魏仁浦回頭看了一眼那高高台基上巍峨的金祥殿大殿,轉身向南邊步行而去。出一道宮門,魏仁浦進樞密院見到了先回衙門的王朴,兩人退朝後也沒走一路。雜役端茶上來,他們坐在一起喝茶,氣氛十分微妙。

魏仁浦和顏悅色地寒暄了幾句,王朴反應冷淡,好像在說:你心裏那點彎彎繞繞能瞞過老夫的眼睛?

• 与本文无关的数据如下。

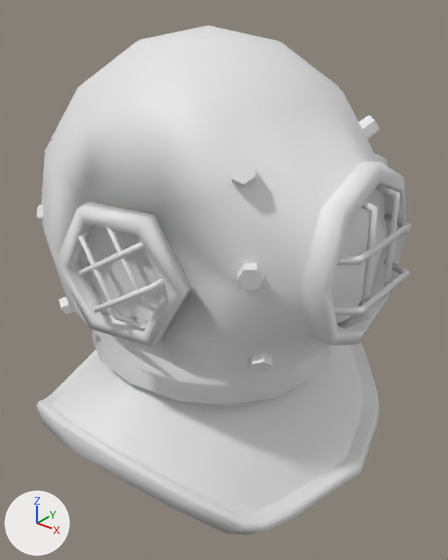
What one commit did to the Blender file underwater_art/helmet.blend.
The view is the same before and after, from a 50 mm lens placed at (2.17, -2.59, 1.22), pointed at (0.11, -0.02, -0.37). Every picture has the same lights, and +X, +Y and +Z are marked at lower left.

Names of what the first picture shows: 'glass', 'helmet'.
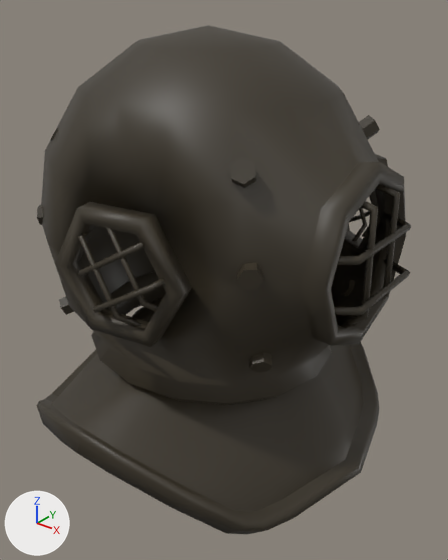
Patch to the scene script:
```diff
--- a/underwater_art/helmet.blend.py
+++ b/underwater_art/helmet.blend.py
@@ mat_material @@
+mat_material = principled_material('Material')
+mat_material.base_color = (0.0425, 0.0332, 0.0196)  # brown #3a3326
@@ me_plane_001 @@
 me_plane_001.from_pydata(...)  # 1240 vertices, 1160 faces; spans x -1.14..1.06, y 0.23..2.43, z -0.52..1.91
+me_plane_001.materials.append(mat_material)  # brown #3a3326
@@ ob_glass @@
 ob_glass.location = (0.0, 0.0, 0.0)
+ob_glass.hide_set(True)
```

Boxes (x1, y1, x2, y2) around the edits, measured in the pictures (448 x 560 px):
'helmet', recoloured
    both: (36, 25, 411, 534)
'glass', hidden
    before: (80, 189, 387, 323)
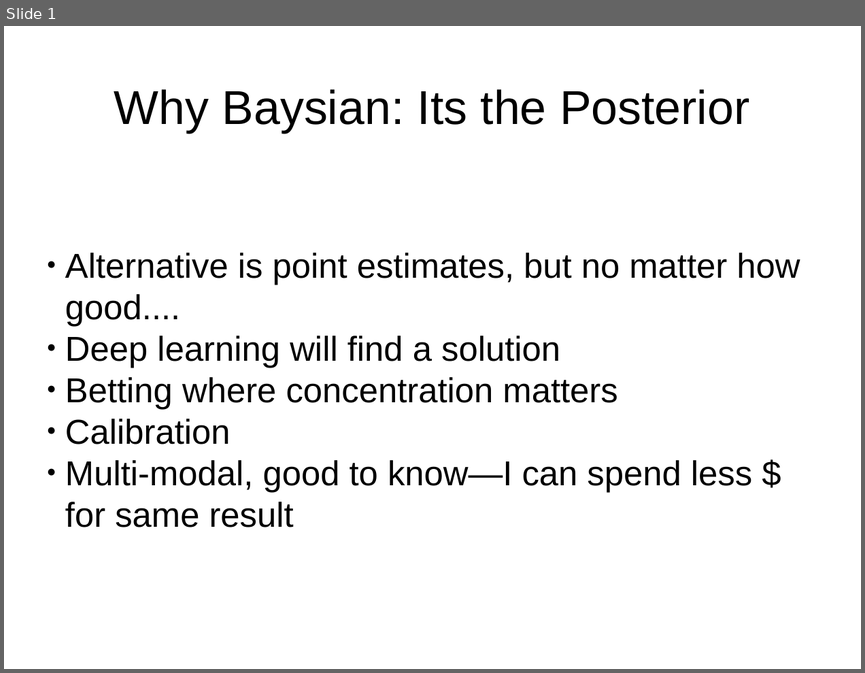
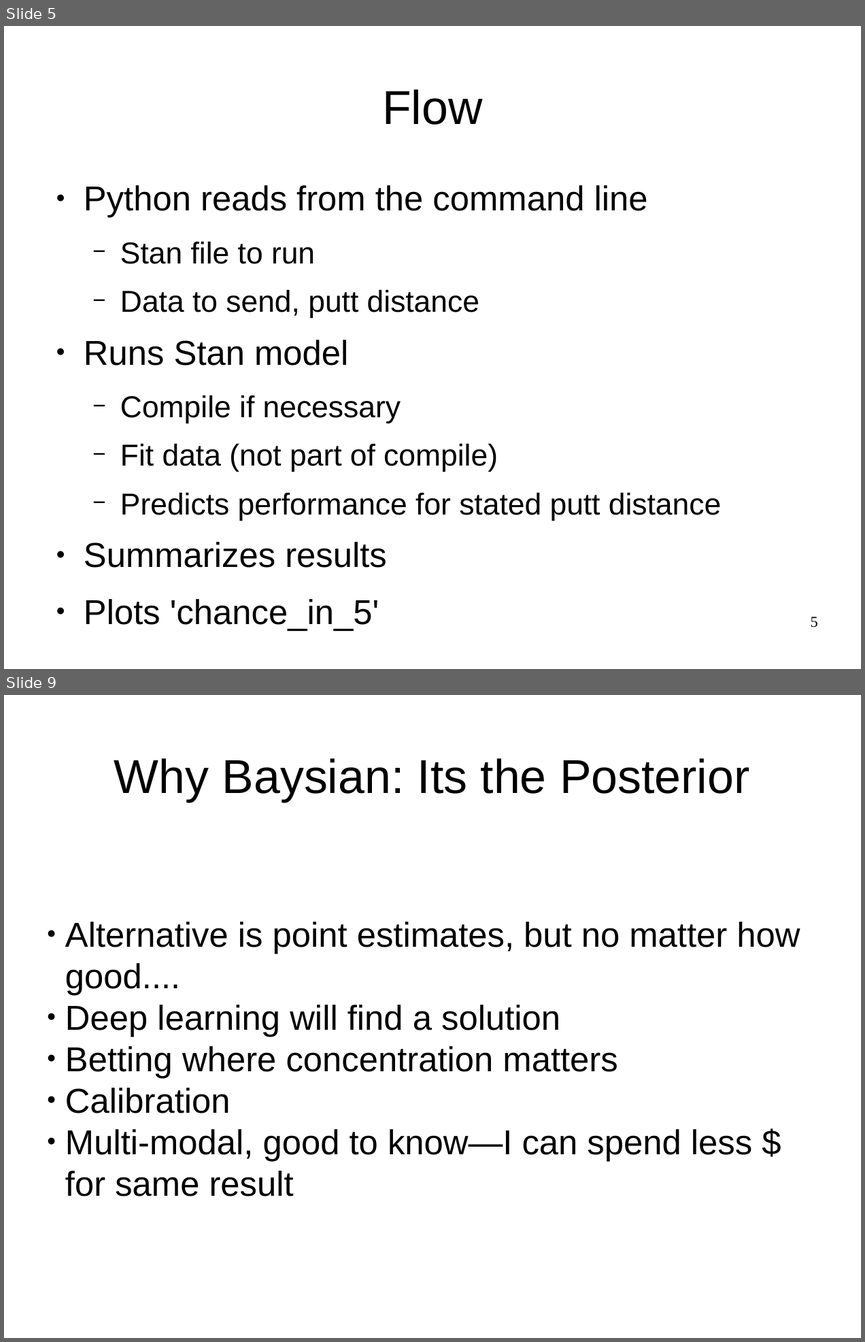
Before and after one commit to breckbaldwin/StanIsThePlan, a slide deck: talks/burlingtonMeetup2019/BurlingtonMeetup.odp. Shown one above the other, each under a label of ours: slide 1 before the commit, slides 5 and 9 after it; the slides between them are not shown. The pictures are 865x673 and 865x1342 pixels, drawn with LibreOffice and Linux fonts; fonts in the diff are those of the drawing. Boxes give left, top, right and bottom in pixels: in the first picture for what was removed or moved away, otherwise in the second. Text is boxed around its words. In the diff, an @@ line names an element or a change of style, - is before the commit and + after.

Commit message:
added in data size slides

```diff
--- a/talks/burlingtonMeetup2019/BurlingtonMeetup.odp
+++ b/talks/burlingtonMeetup2019/BurlingtonMeetup.odp
@@ slide 5 added at [4,26,861,669], background #FFFFFF @@
@@ title added at [382,89,482,125], 44 pt, text #000000 @@
+Flow
@@ text added at [84,185,721,631], 28 pt, text #000000 @@
+● Python reads from the command line
+  − Stan file to run
+  − Data to send, putt distance
+● Runs Stan model
+  − Compile if necessary
+  − Fit data (not part of compile)
+  − Predicts performance for stated putt distance
+● Summarizes results
+● Plots 'chance_in_5'
@@ page number added at [810,616,818,627], 14 pt, text #000000 @@
+5
@@ what was slide 1 is now slide 9 @@
```
Also in this commit, not shown: 40 other slides added, 1 slide removed.
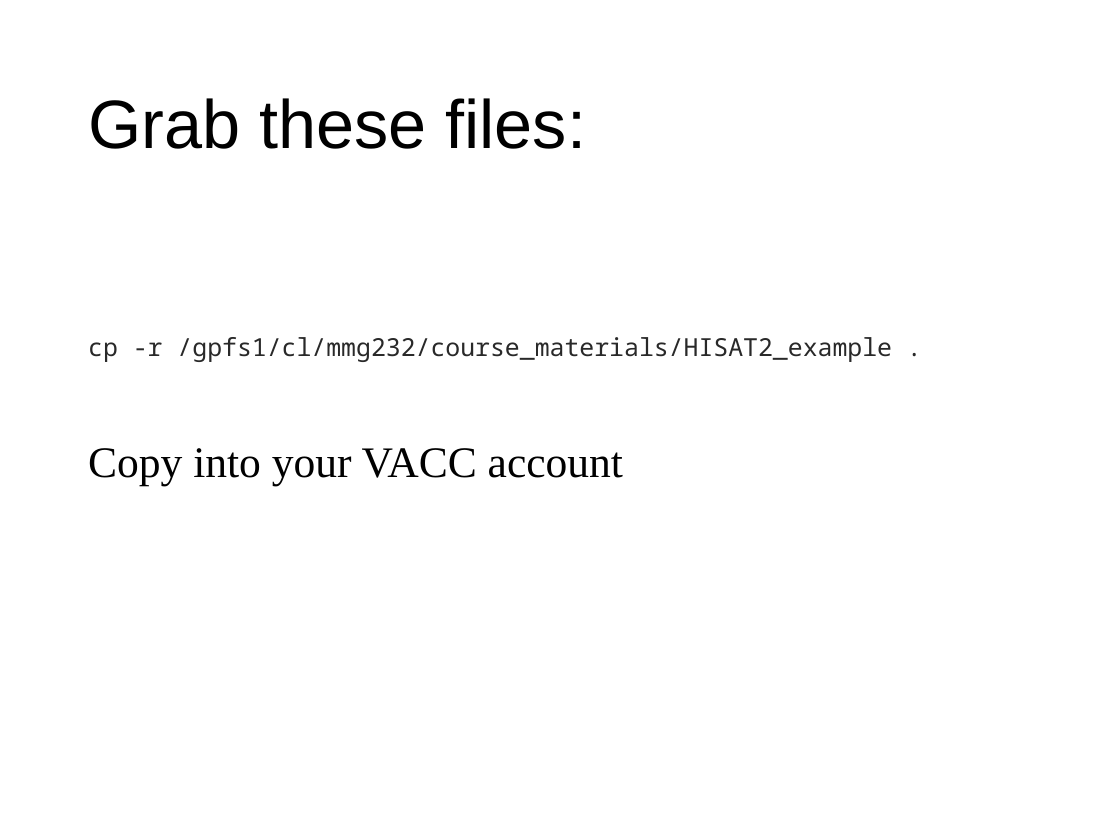
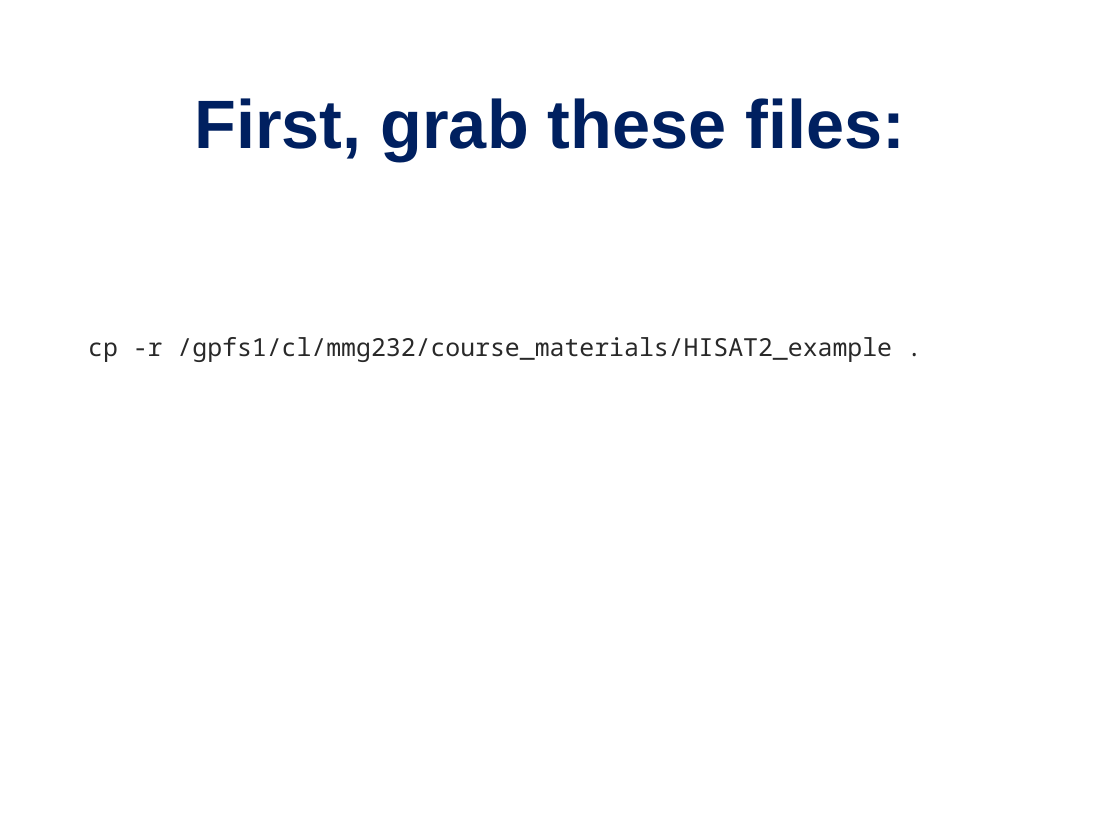
Before and after one commit to PRodriguez19/Intro-to-rnaseq, a slide deck: slide 2 of lectures/Lecture9-MMG232.pptx. Drawn at 1120x840 pixels with LibreOffice and Linux fonts; fonts in the diff are those of the drawing. Boxes give left, top, right and bottom in pixels: in the first picture for what was removed or moved away, otherwise in the second. Text is boxed around its words. In the diff, an @@ line names an element or a change of style, - is before the commit and + after.

```diff
--- a/lectures/Lecture9-MMG232.pptx
+++ b/lectures/Lecture9-MMG232.pptx
@@ title at bbox=[195, 98, 905, 160]: text changed; text colour #000000 to #002060; bold on @@
-Grab these files:
+First, grab these files:
@@ text at bbox=[88, 448, 623, 485]: paragraph removed @@
-Copy into your VACC account
```
Also in this commit, not shown: 21 other slides changed, 3 slides added, 4 slides removed, 2 other files.

反正王朴以謀略待人,很不好相處,好在魏仁浦與他共事多年,也習慣了……琢磨著憑藉這些年對王朴的了解,萬一有一天自己陞官壓了這個曾經的上峰一頭,卻不知王朴有沒有心胸坦然面對這等事。

魏仁浦又以逸聞的口氣談起了在幽州與武將爭座位的事。

王朴聽罷卻很淡定,隨口道:「魏副使不必計較這等事。」

「是,原是小事。」魏仁浦微笑道,端起茶杯,揭開杯蓋吹了口氣,便喝了一口。

王朴道:「對了,許州那塊地,當年周天子封了些什麼國?」

「這個……」魏仁浦皺眉作思索狀,沉吟片刻,「早先昆吾族部落許由耕牧於彼,故其中一塊封了許國,除此之外,大概還有歷、康、鄢?」

王朴贊道:「魏副使真是好記性。」

魏仁浦皮笑道:「下官等雖多年替朝廷管軍令,平素瞧的都是兵事。不過總算是讀書出身,文章典籍涉獵不少。」

王朴點點頭。

兩人沉默好一會兒,冷場的氣氛中,彷彿各自都在琢磨著心事。魏仁浦想起剛才左攸和自己說的話,又琢磨了一遍,心裏也明白了十分。不過他此時顯得比較謹慎,不太願意輕易表態……畢竟是大事,得再仔細多想幾遍再說。

於是裝傻是比較好的法子。

不料王朴盯着他的臉,讓他極不舒服,這王朴人老、眼睛卻很犀利,被看着實在不怎麼爽。王朴道:「魏仁浦覺得哪個字比較好聽?」

魏仁浦道:「下官愚鈍,不知。」

「魏副使一時沒想明白,那便再想想。」王朴端起了茶杯,照樣揭開茶杯撫弄著水面,不飲。

魏仁浦心裏大罵了一聲操,老子心裏想什麼都被你猜到,很有意思么?不過看到王朴的動作,又鬆了一口氣,當下便站了起來:「下官初回朝,最近的事兒也接不上手,幫不上王使君的忙。這邊先告辭了。」

「送魏副使。」王朴拱手回了個禮。

魏仁浦走出書房,長長地吁出一口氣。。